Start of Block

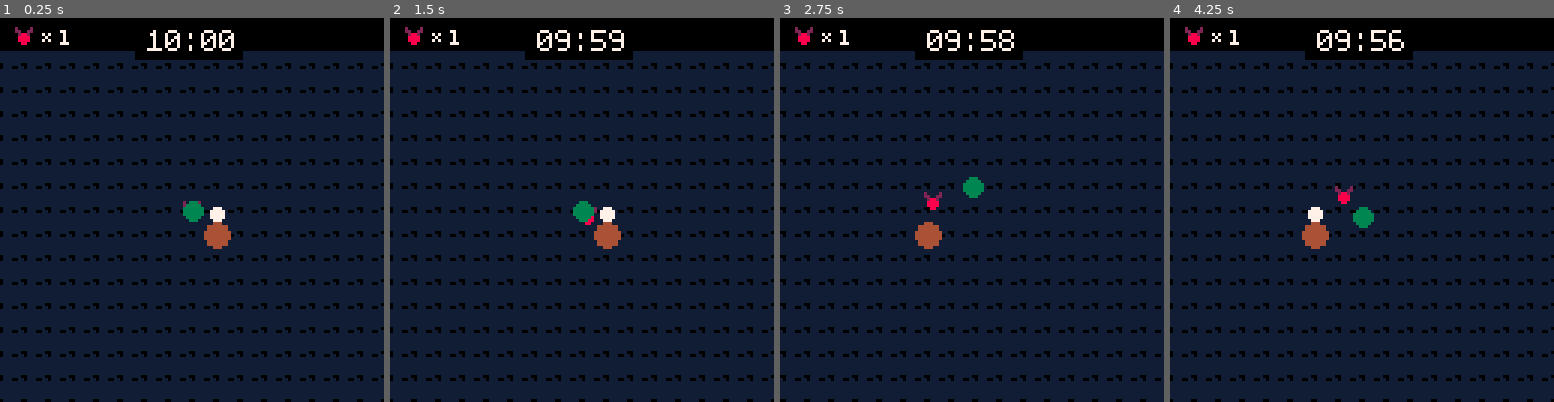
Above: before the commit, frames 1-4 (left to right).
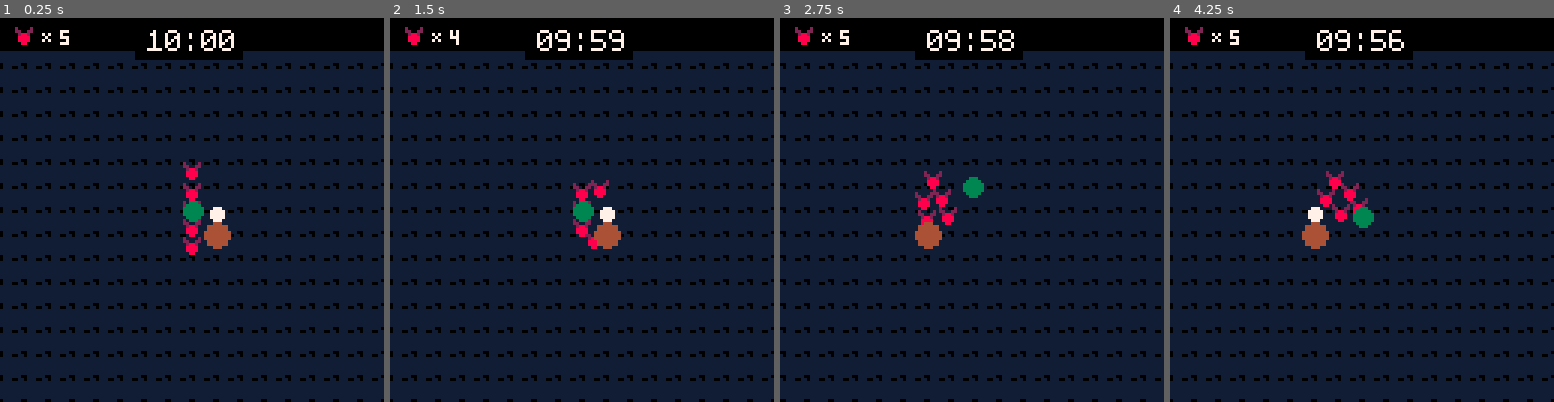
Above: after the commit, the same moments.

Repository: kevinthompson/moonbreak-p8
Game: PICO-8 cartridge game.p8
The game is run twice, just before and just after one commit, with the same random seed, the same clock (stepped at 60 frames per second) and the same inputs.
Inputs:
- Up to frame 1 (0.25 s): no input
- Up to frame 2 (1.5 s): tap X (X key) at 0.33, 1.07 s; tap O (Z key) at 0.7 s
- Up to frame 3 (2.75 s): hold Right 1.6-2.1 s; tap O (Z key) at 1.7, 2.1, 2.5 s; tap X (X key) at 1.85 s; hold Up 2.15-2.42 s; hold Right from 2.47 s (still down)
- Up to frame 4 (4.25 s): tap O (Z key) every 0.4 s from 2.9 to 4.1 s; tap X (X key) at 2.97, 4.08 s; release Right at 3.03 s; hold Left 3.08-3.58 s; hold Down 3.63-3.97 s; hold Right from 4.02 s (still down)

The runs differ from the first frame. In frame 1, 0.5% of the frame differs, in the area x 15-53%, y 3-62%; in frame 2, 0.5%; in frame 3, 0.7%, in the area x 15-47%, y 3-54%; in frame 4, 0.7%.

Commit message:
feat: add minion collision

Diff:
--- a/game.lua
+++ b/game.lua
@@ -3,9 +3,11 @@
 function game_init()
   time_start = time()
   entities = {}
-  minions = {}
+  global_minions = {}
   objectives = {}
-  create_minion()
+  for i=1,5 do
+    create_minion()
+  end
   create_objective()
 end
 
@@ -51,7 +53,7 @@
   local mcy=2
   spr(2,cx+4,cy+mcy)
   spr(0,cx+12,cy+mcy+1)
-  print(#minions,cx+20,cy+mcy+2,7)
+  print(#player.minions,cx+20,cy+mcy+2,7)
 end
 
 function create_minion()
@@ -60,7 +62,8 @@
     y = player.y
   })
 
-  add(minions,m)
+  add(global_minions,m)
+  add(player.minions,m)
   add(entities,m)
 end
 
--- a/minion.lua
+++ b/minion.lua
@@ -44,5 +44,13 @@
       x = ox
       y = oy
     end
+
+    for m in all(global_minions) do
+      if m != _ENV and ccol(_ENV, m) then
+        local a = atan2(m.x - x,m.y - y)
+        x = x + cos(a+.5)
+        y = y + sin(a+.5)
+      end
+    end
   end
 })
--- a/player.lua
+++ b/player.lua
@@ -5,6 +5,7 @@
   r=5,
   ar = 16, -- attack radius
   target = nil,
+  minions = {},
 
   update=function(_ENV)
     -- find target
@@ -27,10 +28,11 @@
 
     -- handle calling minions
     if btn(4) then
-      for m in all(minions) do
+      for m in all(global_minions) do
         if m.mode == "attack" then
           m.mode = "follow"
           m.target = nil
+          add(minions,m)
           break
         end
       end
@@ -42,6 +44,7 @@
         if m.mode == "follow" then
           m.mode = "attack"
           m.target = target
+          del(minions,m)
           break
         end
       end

End of Block

Your answer must be an exact copy of the records, minus any pictures.

• [Solution for this task]
Above: before the commit, frames 1-4 (left to right).
Above: after the commit, the same moments.

Repository: kevinthompson/moonbreak-p8
Game: PICO-8 cartridge game.p8
The game is run twice, just before and just after one commit, with the same random seed, the same clock (stepped at 60 frames per second) and the same inputs.
Inputs:
- Up to frame 1 (0.25 s): no input
- Up to frame 2 (1.5 s): tap X (X key) at 0.33, 1.07 s; tap O (Z key) at 0.7 s
- Up to frame 3 (2.75 s): hold Right 1.6-2.1 s; tap O (Z key) at 1.7, 2.1, 2.5 s; tap X (X key) at 1.85 s; hold Up 2.15-2.42 s; hold Right from 2.47 s (still down)
- Up to frame 4 (4.25 s): tap O (Z key) every 0.4 s from 2.9 to 4.1 s; tap X (X key) at 2.97, 4.08 s; release Right at 3.03 s; hold Left 3.08-3.58 s; hold Down 3.63-3.97 s; hold Right from 4.02 s (still down)

The runs differ from the first frame. In frame 1, 0.5% of the frame differs, in the area x 15-53%, y 3-62%; in frame 2, 0.5%; in frame 3, 0.7%, in the area x 15-47%, y 3-54%; in frame 4, 0.7%.

Commit message:
feat: add minion collision

Diff:
--- a/game.lua
+++ b/game.lua
@@ -3,9 +3,11 @@
 function game_init()
   time_start = time()
   entities = {}
-  minions = {}
+  global_minions = {}
   objectives = {}
-  create_minion()
+  for i=1,5 do
+    create_minion()
+  end
   create_objective()
 end
 
@@ -51,7 +53,7 @@
   local mcy=2
   spr(2,cx+4,cy+mcy)
   spr(0,cx+12,cy+mcy+1)
-  print(#minions,cx+20,cy+mcy+2,7)
+  print(#player.minions,cx+20,cy+mcy+2,7)
 end
 
 function create_minion()
@@ -60,7 +62,8 @@
     y = player.y
   })
 
-  add(minions,m)
+  add(global_minions,m)
+  add(player.minions,m)
   add(entities,m)
 end
 
--- a/minion.lua
+++ b/minion.lua
@@ -44,5 +44,13 @@
       x = ox
       y = oy
     end
+
+    for m in all(global_minions) do
+      if m != _ENV and ccol(_ENV, m) then
+        local a = atan2(m.x - x,m.y - y)
+        x = x + cos(a+.5)
+        y = y + sin(a+.5)
+      end
+    end
   end
 })
--- a/player.lua
+++ b/player.lua
@@ -5,6 +5,7 @@
   r=5,
   ar = 16, -- attack radius
   target = nil,
+  minions = {},
 
   update=function(_ENV)
     -- find target
@@ -27,10 +28,11 @@
 
     -- handle calling minions
     if btn(4) then
-      for m in all(minions) do
+      for m in all(global_minions) do
         if m.mode == "attack" then
           m.mode = "follow"
           m.target = nil
+          add(minions,m)
           break
         end
       end
@@ -42,6 +44,7 @@
         if m.mode == "follow" then
           m.mode = "attack"
           m.target = target
+          del(minions,m)
           break
         end
       end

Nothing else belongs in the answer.